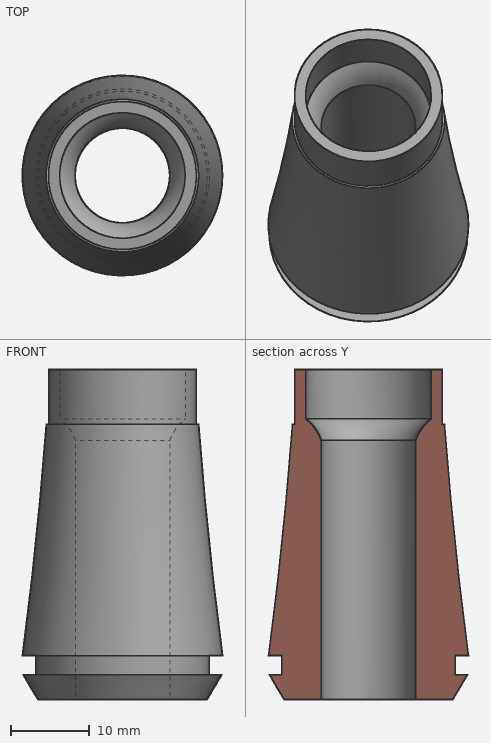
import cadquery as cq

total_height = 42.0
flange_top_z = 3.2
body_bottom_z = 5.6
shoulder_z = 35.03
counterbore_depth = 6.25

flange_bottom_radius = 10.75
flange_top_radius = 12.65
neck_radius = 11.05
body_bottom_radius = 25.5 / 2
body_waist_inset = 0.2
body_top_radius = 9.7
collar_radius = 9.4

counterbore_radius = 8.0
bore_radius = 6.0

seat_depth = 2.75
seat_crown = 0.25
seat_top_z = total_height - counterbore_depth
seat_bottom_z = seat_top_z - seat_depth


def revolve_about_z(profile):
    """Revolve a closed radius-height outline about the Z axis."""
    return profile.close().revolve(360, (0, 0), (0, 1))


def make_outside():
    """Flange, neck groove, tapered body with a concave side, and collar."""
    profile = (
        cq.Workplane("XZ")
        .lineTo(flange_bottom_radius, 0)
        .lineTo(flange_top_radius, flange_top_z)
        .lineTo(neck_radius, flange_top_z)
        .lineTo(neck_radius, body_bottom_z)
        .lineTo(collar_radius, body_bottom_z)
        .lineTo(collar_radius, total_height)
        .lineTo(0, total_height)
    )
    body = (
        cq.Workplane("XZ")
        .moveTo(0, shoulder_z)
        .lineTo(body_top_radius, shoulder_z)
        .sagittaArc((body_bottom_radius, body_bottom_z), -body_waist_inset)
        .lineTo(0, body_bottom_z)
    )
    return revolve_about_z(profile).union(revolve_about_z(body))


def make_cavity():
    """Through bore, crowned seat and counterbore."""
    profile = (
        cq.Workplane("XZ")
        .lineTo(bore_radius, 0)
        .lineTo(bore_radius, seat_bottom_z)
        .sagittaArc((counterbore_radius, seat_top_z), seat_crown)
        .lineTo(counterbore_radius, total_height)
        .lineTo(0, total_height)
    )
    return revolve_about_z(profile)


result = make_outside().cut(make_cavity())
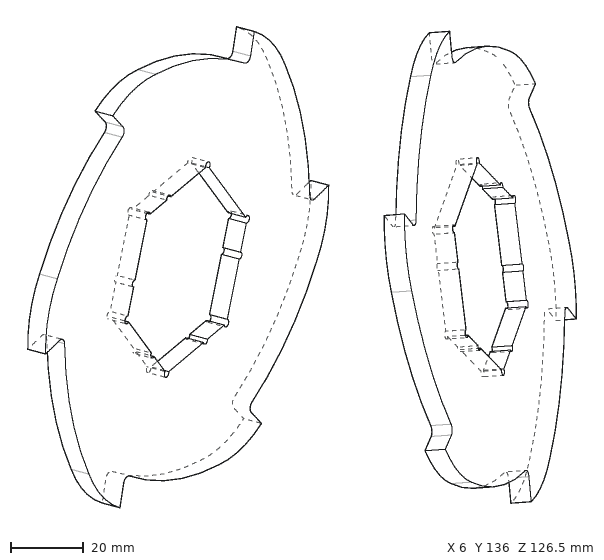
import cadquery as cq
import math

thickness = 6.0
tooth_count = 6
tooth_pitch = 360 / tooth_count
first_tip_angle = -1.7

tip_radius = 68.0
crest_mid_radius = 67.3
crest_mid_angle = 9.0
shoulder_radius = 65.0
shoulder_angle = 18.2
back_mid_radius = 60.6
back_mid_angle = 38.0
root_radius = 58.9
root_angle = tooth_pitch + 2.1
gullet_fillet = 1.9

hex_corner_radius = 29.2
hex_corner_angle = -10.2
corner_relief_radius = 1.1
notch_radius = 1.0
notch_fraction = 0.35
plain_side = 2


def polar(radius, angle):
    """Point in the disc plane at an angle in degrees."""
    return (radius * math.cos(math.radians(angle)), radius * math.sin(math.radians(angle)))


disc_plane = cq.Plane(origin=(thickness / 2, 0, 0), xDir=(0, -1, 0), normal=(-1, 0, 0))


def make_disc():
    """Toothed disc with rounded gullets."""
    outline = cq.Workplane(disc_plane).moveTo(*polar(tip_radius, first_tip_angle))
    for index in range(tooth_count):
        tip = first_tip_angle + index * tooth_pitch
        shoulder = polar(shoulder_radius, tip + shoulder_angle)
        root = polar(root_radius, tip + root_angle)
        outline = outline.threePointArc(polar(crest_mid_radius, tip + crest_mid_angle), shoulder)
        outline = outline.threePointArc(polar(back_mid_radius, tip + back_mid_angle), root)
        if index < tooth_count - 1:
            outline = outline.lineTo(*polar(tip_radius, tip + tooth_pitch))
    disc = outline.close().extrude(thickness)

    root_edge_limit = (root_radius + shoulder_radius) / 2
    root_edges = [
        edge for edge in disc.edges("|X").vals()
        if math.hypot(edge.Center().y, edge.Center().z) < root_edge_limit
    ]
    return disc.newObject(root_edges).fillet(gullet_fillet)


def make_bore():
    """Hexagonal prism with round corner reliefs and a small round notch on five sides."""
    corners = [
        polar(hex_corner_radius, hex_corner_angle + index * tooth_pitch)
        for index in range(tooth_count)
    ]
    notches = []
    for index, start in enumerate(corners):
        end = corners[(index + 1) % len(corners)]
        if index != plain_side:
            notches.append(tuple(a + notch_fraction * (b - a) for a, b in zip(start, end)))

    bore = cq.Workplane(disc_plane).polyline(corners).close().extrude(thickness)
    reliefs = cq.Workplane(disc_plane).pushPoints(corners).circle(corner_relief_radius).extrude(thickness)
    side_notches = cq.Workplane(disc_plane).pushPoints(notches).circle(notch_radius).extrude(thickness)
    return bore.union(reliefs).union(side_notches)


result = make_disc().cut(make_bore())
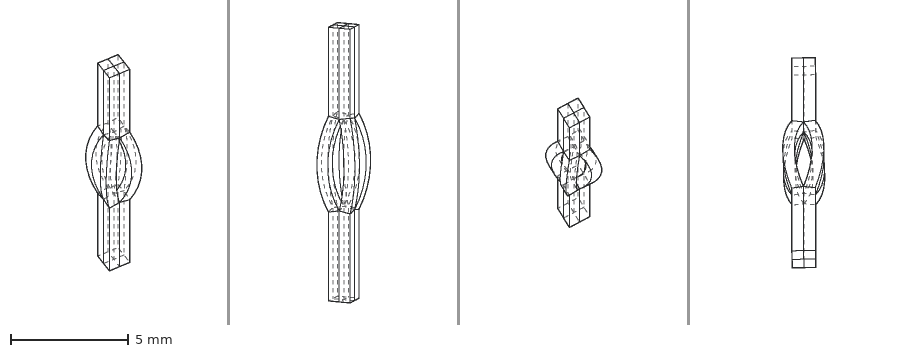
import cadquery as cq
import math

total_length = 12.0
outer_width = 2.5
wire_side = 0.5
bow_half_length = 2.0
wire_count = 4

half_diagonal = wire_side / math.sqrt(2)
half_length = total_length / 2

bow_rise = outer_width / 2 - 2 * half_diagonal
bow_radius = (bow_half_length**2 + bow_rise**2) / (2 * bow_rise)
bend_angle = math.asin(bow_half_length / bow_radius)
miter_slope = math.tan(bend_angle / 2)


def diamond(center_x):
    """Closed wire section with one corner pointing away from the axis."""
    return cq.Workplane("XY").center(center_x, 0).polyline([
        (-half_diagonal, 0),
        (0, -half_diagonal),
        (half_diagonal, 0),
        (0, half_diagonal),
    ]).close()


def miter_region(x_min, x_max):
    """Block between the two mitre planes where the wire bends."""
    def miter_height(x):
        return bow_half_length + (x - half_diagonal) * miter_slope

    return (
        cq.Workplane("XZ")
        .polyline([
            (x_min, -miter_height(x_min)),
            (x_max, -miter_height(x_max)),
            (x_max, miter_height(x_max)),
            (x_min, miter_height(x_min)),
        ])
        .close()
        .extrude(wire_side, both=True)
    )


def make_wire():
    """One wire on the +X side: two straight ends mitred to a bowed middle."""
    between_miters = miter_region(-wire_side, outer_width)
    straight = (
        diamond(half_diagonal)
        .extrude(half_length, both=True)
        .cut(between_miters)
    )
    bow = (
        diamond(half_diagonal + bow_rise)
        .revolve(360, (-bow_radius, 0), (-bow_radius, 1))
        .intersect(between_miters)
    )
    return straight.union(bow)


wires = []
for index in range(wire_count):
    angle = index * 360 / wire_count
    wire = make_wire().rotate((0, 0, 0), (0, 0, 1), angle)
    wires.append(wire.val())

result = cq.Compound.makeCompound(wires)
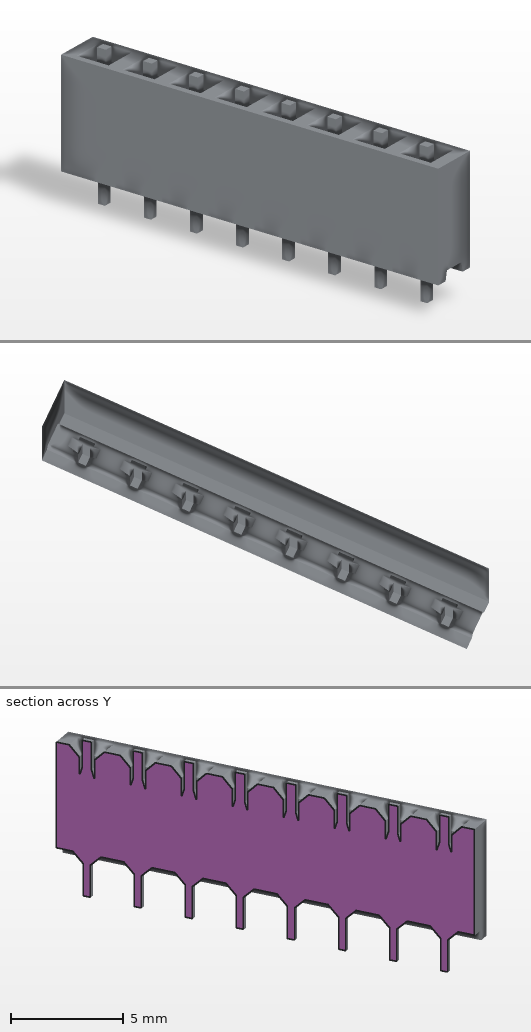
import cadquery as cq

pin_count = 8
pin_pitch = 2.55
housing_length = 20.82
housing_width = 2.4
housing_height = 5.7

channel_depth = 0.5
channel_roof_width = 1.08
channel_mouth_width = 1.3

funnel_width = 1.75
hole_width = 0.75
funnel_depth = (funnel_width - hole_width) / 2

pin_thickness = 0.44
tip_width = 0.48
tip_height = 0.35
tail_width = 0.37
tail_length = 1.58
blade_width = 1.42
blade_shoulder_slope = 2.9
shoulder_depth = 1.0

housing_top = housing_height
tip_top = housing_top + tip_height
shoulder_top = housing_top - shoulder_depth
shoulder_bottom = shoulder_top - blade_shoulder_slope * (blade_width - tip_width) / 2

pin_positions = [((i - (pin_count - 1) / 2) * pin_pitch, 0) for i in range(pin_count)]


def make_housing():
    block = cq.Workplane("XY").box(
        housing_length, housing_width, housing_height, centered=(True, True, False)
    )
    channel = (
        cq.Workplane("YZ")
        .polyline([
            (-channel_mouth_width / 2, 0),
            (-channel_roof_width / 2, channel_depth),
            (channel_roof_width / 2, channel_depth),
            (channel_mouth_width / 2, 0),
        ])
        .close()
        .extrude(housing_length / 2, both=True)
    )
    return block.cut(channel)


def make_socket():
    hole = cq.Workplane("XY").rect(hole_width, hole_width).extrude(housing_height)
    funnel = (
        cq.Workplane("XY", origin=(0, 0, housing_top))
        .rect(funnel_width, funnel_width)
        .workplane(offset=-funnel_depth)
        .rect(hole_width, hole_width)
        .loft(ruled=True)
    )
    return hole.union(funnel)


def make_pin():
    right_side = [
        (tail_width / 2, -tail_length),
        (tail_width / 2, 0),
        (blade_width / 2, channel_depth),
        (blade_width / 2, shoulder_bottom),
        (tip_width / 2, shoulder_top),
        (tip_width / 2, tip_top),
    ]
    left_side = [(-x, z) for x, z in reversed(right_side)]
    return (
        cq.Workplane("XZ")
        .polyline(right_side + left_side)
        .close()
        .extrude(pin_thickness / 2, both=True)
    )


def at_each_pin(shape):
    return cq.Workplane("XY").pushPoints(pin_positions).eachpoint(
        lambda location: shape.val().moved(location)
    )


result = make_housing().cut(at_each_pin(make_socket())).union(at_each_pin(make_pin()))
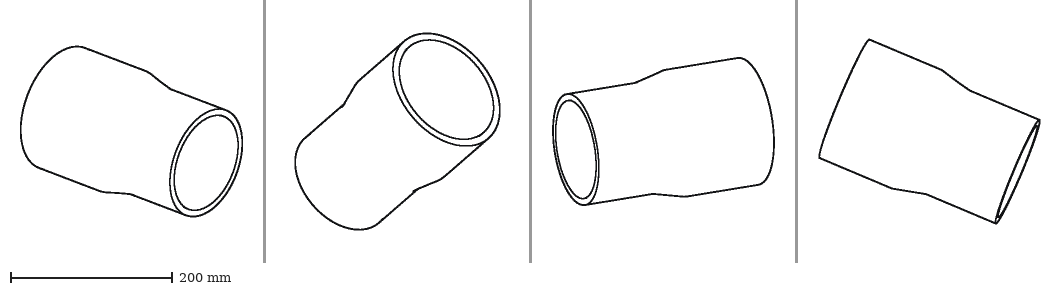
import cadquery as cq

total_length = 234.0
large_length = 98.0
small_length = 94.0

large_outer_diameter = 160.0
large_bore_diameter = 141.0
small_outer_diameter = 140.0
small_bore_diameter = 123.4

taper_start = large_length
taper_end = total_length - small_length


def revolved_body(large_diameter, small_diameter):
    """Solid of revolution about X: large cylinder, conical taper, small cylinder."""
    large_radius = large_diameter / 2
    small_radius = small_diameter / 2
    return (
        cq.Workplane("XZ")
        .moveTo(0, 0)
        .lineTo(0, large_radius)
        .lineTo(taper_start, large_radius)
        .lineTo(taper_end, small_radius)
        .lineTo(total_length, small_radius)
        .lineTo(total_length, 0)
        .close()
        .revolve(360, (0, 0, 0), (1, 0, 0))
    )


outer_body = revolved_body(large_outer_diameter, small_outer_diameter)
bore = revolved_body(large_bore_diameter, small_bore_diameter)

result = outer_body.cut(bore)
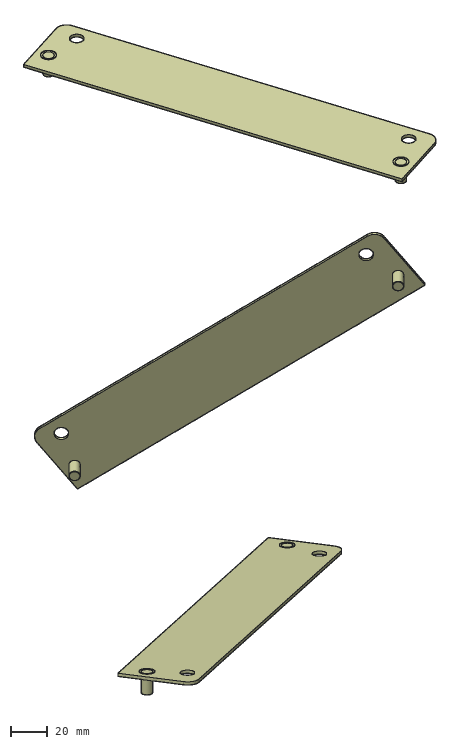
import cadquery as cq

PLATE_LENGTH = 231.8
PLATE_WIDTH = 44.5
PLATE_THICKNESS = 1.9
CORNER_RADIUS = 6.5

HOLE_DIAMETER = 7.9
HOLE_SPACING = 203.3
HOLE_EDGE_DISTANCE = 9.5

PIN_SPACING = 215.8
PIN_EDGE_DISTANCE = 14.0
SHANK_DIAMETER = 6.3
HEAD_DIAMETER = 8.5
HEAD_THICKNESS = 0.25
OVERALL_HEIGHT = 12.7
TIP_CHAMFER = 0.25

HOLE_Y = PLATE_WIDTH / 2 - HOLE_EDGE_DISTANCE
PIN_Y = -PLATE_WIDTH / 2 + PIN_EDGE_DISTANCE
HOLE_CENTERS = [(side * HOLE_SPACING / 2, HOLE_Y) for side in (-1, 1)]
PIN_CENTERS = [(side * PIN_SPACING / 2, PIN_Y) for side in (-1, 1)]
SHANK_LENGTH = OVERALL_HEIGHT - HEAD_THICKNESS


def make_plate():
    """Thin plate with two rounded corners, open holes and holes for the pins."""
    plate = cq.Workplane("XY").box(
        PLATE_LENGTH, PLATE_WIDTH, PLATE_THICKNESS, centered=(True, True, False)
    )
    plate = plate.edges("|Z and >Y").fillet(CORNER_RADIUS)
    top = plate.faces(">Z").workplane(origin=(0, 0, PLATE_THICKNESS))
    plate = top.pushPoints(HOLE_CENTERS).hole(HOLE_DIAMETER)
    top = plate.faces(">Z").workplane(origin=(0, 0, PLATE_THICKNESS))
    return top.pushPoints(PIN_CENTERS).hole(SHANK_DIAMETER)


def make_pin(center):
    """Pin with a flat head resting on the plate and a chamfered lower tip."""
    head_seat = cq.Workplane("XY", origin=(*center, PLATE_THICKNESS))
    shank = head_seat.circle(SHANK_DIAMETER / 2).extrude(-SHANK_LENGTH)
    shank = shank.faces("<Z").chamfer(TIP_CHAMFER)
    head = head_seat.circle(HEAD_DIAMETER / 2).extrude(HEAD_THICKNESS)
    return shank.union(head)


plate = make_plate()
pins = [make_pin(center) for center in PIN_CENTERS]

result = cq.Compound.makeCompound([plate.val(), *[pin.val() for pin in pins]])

.....

> **Exercise prompt**:
Every line in the data above that includes the word "polar" should be copied.

> **Exercise result**:
def polar(radius, angle):
    outline = cq.Workplane(disc_plane).moveTo(*polar(tip_radius, first_tip_angle))
        shoulder = polar(shoulder_radius, tip + shoulder_angle)
        root = polar(root_radius, tip + root_angle)
        outline = outline.threePointArc(polar(crest_mid_radius, tip + crest_mid_angle), shoulder)
        outline = outline.threePointArc(polar(back_mid_radius, tip + back_mid_angle), root)
            outline = outline.lineTo(*polar(tip_radius, tip + tooth_pitch))
        polar(hex_corner_radius, hex_corner_angle + index * tooth_pitch)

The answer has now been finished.